Abstract

Moral courage is a competency exercised in the workplace as employees face ethical challenges with a moral response. Managers exert considerable effort to foster subordinates’ moral courage given its positive organisational consequences. However abusive supervision, not uncommon in the organisational context, negatively affects moral courage. The purpose of this article is to examine the relationship between abusive supervision and moral courage as well as to test the moderating roles of moral efficacy and moral attentiveness on that very relationship. Data were collected from six public hospitals in Pakistan. The sample included 359 nurses and 121 nurse heads. The moderating roles were tested using the moderated hierarchical regression analysis. Results revealed that there was a significant negative relationship between abusive supervision and moral courage. In addition, this very relation was weaker when both moral efficacy and moral attentiveness were higher than when they were lower.

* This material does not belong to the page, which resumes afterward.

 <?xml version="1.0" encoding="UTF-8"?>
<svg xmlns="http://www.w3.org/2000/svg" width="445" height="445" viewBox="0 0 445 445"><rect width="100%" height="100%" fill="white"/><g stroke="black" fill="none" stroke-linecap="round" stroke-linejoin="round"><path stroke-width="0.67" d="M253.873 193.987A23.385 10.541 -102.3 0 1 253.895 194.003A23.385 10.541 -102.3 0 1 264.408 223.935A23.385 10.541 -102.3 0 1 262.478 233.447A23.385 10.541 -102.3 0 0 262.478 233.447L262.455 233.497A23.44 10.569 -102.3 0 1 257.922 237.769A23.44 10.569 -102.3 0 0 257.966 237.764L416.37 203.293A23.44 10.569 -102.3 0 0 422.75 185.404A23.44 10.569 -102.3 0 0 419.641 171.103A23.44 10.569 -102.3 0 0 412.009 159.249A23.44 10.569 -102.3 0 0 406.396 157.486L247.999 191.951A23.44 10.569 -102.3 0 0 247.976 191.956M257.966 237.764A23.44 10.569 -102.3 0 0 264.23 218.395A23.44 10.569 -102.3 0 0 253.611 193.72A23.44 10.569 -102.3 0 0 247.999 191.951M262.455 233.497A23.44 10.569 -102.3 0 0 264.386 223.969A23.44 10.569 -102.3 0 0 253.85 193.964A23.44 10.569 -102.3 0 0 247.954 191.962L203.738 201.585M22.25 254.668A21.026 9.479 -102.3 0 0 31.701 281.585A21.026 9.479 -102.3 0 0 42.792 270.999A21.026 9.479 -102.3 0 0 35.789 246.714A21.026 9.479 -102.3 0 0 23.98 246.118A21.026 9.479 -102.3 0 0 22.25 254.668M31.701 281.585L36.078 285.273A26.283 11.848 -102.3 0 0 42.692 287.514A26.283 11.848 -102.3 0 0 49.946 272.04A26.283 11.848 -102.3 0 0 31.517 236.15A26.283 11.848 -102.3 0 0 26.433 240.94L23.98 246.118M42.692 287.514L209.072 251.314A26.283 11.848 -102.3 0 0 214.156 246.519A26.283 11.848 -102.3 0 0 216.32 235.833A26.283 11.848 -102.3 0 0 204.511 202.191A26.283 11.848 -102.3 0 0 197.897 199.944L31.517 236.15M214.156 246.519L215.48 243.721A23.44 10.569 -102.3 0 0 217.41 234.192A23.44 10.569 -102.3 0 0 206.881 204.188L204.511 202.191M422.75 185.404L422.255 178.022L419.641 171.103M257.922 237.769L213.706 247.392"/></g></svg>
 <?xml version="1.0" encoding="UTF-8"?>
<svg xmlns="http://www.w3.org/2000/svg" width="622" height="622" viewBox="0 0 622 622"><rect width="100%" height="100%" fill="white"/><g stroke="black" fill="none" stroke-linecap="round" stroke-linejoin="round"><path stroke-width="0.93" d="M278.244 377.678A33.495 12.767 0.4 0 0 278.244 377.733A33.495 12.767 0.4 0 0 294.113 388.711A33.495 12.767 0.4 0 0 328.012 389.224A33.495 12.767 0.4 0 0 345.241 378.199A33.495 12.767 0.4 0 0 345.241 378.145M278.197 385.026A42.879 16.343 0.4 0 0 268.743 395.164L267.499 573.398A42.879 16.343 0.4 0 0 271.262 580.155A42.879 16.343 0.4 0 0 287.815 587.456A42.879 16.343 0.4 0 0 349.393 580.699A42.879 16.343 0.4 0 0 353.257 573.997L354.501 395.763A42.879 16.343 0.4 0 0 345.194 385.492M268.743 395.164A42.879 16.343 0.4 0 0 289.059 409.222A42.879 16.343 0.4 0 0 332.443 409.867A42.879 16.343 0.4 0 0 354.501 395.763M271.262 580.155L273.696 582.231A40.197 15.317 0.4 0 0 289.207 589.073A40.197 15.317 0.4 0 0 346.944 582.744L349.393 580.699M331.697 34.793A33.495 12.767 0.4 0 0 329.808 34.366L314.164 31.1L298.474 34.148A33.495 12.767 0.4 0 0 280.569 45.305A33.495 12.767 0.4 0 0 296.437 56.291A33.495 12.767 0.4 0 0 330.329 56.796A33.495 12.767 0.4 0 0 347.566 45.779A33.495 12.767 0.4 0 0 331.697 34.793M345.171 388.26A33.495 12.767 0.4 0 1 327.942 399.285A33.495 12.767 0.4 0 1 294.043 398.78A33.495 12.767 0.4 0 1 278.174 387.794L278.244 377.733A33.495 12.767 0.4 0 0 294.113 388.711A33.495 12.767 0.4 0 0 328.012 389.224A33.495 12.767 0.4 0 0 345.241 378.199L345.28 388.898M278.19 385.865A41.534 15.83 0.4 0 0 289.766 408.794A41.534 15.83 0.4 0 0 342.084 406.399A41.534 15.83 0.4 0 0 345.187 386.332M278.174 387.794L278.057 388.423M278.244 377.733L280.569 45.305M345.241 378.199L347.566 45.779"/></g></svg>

The study provided new insights into the influence that abusive supervision might have on nurses’ moral courage and it also offered a practical assistance to employees in the health care industry and their leaders that moral efficacy and moral attentiveness would act as neutralisers in mitigating the pernicious effect of abusive supervision on nurses’ moral courage.

Highlights

  • The nursing profession has been associated with irregular working hours, high work load, rising job demands, and emotional complexity (Pisaniello, Winefield, & Delfabbro, 2012; Qian et al, 2015), and studies have suggested that nurses show more psychological and physical stress symptoms and mental health problems than individuals from other occupations (Bakker et al, 2000; Qian et al, 2015)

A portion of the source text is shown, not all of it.